可以将文章内容翻译成中文,广告屏蔽插件可能会导致该功能失效(如失效，请关闭广告屏蔽插件后再试):

问题:

When timing CUDA kernels, the following doesn't work because the kernel doesn't block the CPU program execution while it executes:

start timer
kernel<<<g,b>>>();
end timer

I've seen three basic ways of (successfully) timing CUDA kernels:

(1) Two CUDA eventRecords.

float responseTime; //result will be in milliseconds
cudaEvent_t start; cudaEventCreate(&start); cudaEventRecord(start); cudaEventSynchronize(start);
cudaEvent_t stop;  cudaEventCreate(&stop);
kernel<<<g,b>>>();
cudaEventRecord(stop); cudaEventSynchronize(stop);
cudaEventElapsedTime(&responseTime, start, stop); //responseTime = elapsed time

(2) One CUDA eventRecord.

float start = read_timer(); //helper function on CPU, in milliseconds
cudaEvent_t stop;  cudaEventCreate(&stop);
kernel<<<g,b>>>();
cudaEventRecord(stop); cudaEventSynchronize(stop);
float responseTime = read_timer() - start;

(3) deviceSynchronize instead of eventRecord. (Probably only useful when using programming in a single stream.)

float start = read_timer(); //helper function on CPU, in milliseconds
kernel<<<g,b>>>();
cudaDeviceSynchronize();
float responseTime = read_timer() - start;

I experimentally verified that these three strategies produce the same timing result.

Questions:

What are the tradeoffs of these strategies?

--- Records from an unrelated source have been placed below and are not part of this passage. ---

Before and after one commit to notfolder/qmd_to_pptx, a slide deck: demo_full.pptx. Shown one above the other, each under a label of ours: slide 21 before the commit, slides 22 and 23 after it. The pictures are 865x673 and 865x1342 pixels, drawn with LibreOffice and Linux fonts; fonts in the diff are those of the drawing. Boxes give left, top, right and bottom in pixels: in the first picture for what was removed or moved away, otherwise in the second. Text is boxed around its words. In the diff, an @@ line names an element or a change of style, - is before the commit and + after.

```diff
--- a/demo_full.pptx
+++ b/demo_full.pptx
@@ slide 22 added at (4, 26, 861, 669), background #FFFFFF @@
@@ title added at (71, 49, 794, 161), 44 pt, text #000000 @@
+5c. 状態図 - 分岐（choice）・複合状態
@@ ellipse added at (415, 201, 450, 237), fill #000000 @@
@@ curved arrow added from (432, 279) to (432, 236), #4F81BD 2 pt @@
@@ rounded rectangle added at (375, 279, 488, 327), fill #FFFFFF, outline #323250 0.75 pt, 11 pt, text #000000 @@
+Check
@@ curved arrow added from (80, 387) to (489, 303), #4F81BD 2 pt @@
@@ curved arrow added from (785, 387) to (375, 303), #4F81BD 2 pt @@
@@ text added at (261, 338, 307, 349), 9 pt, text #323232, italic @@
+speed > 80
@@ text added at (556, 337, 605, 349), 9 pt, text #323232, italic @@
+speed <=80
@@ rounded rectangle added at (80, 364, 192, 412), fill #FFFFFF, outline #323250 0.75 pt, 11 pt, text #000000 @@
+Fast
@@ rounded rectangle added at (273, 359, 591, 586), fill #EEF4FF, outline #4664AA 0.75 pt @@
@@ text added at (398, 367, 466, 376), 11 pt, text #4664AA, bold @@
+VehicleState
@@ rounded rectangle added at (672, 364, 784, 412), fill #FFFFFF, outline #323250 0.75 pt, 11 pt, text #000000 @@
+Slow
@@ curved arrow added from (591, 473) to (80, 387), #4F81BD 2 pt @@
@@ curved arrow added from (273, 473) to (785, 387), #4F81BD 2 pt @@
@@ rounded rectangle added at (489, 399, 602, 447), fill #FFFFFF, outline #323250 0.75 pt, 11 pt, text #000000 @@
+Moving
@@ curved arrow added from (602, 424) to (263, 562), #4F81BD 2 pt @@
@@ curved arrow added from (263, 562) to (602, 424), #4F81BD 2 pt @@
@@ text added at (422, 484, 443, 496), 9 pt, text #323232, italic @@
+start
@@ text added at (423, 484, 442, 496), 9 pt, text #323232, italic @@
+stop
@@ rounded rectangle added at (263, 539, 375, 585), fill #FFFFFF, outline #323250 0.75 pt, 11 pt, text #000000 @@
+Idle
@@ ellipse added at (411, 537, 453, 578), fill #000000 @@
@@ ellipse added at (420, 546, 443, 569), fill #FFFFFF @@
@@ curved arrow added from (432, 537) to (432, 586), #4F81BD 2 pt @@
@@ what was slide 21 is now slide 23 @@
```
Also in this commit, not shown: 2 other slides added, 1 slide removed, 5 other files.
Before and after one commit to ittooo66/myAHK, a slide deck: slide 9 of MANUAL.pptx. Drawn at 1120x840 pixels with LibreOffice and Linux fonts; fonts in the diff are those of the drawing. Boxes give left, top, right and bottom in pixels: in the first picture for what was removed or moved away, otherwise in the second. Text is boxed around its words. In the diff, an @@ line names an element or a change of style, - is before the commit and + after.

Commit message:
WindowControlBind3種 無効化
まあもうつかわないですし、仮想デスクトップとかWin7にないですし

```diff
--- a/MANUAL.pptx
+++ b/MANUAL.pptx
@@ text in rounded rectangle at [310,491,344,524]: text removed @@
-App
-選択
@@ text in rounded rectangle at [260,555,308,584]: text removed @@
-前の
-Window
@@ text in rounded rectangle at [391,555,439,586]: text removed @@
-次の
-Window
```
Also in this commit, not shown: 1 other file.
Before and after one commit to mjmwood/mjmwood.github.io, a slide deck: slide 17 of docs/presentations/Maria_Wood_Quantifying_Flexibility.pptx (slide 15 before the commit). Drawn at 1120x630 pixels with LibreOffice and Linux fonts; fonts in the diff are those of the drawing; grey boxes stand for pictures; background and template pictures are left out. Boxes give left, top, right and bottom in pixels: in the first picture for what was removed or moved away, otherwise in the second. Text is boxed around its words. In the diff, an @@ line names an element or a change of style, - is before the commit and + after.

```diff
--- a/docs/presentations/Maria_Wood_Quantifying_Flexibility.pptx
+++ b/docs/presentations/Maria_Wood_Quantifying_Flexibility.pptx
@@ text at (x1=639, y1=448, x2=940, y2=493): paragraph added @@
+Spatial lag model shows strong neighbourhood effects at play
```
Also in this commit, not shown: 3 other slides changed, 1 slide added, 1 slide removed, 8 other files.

Any hidden details here?
Aside from timing many kernels in multiple streams, is there any advantages of using two event records and the cudaEventElapsedTime() function?

You can probably use your imagination to figure out what read_timer() does. Nevertheless, it can't hurt to provide an example implementation:

double read_timer(){
    struct timeval start;
    gettimeofday( &start, NULL ); //you need to include <sys/time.h>
    return (double)((start.tv_sec) + 1.0e-6 * (start.tv_usec))*1000; //milliseconds
}

回答1:

You seem to have ruled out most of the differences by saying they all produce the same result for the relatively simple case you have shown (probably not exactly true, but I understand what you mean), and "Aside from timing (complex sequences) ..." where the first case is clearly better.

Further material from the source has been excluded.